The Hermitage: multiple-choice

The Hermits

Only two hermits remain. The ninth hermit has been joined by a tenth. They live on a small ranch in Central Texas with The Dogs of Hermits’ Rest. He does not hang out in bars anywhere near as much as when he was trying to be Li Po.

Other than family and music and song writing, his interests include writing. He has authored many technical tomes, several short stories, and a novel. He does have a day job or two, and he re-publishes some of his writings for those here.

For more information, see the complete profile.

Showing posts with label multiple-choice. Show all posts

Friday, November 28, 2008

Validating Multiple Choice Assessments on the Cheap

Anatagonistic questions give away the answer.

A question where the stem gives away the answer is an “antagonistic question.” No idea why. But without some form of internal validation, finding antagonistic questions, leading questions, and questions with more than one correct answer can be difficult to spot. Subject matter experts love their wording, even when it invalidates the question. Numbers never lie.

This post originally appeared on the Central Texas Instructional Design blog on this date.

As I mentioned last time, internal validation is a method of estimating the fairness and effectiveness of questions on a multiple choice assessment with data from the assessment itself.

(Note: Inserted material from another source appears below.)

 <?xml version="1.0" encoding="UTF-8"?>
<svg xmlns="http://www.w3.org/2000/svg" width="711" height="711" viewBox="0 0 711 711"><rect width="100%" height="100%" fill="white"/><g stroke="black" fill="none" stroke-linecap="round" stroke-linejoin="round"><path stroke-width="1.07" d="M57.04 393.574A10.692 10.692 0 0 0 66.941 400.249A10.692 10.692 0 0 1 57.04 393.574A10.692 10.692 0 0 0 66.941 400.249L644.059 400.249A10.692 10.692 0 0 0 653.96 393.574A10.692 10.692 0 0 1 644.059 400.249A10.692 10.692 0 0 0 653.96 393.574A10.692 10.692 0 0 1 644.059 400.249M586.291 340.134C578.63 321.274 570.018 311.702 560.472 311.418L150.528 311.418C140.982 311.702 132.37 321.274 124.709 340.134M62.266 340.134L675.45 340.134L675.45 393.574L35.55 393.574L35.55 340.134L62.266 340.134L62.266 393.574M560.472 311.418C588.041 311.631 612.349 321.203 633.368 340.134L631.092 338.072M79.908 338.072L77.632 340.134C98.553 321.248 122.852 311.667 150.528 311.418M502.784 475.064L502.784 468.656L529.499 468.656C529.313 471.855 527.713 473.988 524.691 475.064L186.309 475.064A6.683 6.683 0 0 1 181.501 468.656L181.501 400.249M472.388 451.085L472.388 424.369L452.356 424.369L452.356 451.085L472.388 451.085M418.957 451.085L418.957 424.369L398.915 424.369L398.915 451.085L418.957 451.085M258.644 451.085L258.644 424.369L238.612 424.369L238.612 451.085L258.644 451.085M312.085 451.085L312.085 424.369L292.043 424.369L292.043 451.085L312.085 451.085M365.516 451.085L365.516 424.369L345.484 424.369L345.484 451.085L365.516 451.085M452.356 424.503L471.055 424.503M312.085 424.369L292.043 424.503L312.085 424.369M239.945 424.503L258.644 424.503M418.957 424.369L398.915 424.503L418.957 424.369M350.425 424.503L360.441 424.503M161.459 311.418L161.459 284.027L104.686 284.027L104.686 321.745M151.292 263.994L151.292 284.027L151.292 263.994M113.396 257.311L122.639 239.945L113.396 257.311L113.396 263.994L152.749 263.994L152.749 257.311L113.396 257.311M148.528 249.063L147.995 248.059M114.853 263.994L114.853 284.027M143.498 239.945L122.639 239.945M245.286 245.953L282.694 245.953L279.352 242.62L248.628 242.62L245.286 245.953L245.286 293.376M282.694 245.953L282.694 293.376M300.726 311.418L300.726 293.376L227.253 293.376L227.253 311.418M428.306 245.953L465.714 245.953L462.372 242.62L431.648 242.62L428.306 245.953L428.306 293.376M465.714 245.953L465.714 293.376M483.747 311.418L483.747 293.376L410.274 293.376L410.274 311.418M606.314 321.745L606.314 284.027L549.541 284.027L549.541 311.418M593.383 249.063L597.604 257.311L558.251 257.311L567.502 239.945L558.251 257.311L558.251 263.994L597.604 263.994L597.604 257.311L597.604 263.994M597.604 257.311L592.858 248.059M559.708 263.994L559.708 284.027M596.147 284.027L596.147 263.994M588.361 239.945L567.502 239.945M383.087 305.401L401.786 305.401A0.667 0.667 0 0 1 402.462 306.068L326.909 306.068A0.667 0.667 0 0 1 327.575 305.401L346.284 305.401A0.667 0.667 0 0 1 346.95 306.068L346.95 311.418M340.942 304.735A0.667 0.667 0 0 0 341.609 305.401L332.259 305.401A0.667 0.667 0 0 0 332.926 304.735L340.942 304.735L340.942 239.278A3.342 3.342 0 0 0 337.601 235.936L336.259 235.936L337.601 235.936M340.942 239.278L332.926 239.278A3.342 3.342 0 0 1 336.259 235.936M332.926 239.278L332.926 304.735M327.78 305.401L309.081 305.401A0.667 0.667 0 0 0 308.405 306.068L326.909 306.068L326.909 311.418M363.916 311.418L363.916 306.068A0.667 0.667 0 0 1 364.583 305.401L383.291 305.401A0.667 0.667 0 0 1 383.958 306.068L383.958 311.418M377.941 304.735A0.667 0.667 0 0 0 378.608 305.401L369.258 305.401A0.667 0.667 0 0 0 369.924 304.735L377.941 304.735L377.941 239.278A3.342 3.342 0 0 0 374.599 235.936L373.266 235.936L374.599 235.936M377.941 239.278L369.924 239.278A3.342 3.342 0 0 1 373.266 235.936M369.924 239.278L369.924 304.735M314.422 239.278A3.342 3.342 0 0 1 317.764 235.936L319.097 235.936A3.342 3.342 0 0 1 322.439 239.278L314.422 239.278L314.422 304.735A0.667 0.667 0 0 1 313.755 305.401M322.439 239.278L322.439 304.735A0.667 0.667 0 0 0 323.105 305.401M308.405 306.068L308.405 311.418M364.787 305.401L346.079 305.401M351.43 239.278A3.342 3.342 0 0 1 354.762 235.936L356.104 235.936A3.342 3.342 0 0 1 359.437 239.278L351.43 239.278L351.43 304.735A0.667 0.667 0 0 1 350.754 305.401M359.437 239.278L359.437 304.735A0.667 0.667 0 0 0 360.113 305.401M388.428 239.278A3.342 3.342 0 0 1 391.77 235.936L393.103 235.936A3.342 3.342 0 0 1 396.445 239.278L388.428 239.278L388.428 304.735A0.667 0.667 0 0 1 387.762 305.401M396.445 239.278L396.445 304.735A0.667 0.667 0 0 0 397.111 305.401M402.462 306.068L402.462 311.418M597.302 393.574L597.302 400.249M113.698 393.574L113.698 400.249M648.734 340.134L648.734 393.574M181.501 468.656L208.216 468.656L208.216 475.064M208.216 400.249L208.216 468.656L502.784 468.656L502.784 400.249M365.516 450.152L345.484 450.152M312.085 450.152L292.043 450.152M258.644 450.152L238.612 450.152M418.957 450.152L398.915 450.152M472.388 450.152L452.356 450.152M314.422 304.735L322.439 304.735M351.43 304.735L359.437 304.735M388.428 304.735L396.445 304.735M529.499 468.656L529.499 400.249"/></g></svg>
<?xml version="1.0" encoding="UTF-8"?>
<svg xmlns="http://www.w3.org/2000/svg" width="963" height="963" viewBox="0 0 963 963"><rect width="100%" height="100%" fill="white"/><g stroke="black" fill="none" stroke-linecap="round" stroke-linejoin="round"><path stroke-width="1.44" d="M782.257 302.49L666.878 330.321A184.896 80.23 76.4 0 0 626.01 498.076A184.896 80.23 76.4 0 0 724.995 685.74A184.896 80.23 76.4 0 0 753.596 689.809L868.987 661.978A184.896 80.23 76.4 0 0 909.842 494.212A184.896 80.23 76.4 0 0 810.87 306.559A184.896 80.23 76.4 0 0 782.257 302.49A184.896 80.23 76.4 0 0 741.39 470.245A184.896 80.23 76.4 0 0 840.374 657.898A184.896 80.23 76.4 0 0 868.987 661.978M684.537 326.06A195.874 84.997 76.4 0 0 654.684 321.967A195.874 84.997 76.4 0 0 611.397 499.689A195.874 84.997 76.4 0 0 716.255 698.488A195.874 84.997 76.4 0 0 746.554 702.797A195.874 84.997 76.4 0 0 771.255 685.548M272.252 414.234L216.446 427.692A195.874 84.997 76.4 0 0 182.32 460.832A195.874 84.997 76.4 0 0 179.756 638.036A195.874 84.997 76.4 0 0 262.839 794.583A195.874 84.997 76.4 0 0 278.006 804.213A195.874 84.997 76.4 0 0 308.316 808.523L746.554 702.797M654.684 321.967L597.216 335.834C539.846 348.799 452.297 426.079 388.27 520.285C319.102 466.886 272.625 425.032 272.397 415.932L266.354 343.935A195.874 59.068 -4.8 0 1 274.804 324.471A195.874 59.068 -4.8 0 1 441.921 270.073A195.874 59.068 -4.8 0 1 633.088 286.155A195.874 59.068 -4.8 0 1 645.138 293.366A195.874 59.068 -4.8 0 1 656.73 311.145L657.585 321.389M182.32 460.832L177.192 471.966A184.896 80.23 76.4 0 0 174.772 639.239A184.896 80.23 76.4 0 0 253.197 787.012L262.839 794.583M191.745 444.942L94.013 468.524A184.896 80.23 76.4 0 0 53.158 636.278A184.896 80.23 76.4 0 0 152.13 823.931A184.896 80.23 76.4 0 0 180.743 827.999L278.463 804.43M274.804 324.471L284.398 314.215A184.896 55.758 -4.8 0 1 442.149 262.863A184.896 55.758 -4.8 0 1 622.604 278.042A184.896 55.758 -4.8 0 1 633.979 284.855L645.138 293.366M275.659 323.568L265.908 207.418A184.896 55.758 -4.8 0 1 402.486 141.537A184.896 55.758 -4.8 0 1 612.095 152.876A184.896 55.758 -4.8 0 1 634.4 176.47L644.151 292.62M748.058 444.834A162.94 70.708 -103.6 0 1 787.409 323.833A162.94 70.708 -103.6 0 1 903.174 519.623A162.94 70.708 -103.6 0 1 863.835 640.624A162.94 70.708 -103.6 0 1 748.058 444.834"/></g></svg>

Note that it cannot determine the fairness and effectiveness of the assessment. That requires some form of external validation (Mehrens & Lehmann, 1973). You should not make retention or promotion decisions based solely on an assessment that has only been internally validated, but that assessment may still be of value in stack ranking learners or identifying areas where they can improve.

In this post, I give you a quick and dirty procedure for internal validation that you can perform with nothing more complicated than a PC database and spreadsheet. I used Access and Excel, but any database and spreadsheet would do.

Here’s how I structure the record:

Student ID*—a value that differentiates individuals but does not necessarily tie to any personally identifiable information
Assessment ID*—a value that distinguishes between the various assessments used in a curriculum and between versions of the same assessment
Question ID*—a value that distinguishes between versions of the same question but may allow the question to be used on multiple assessments

Note:

Correct answer— the value of the correct option (may reside in an external table)
Learner Selection—a value that identifies the option the learner chose

Fields with an asterisk are part of the key. This table links to another table that contained details about the question, including the text of the stem and options.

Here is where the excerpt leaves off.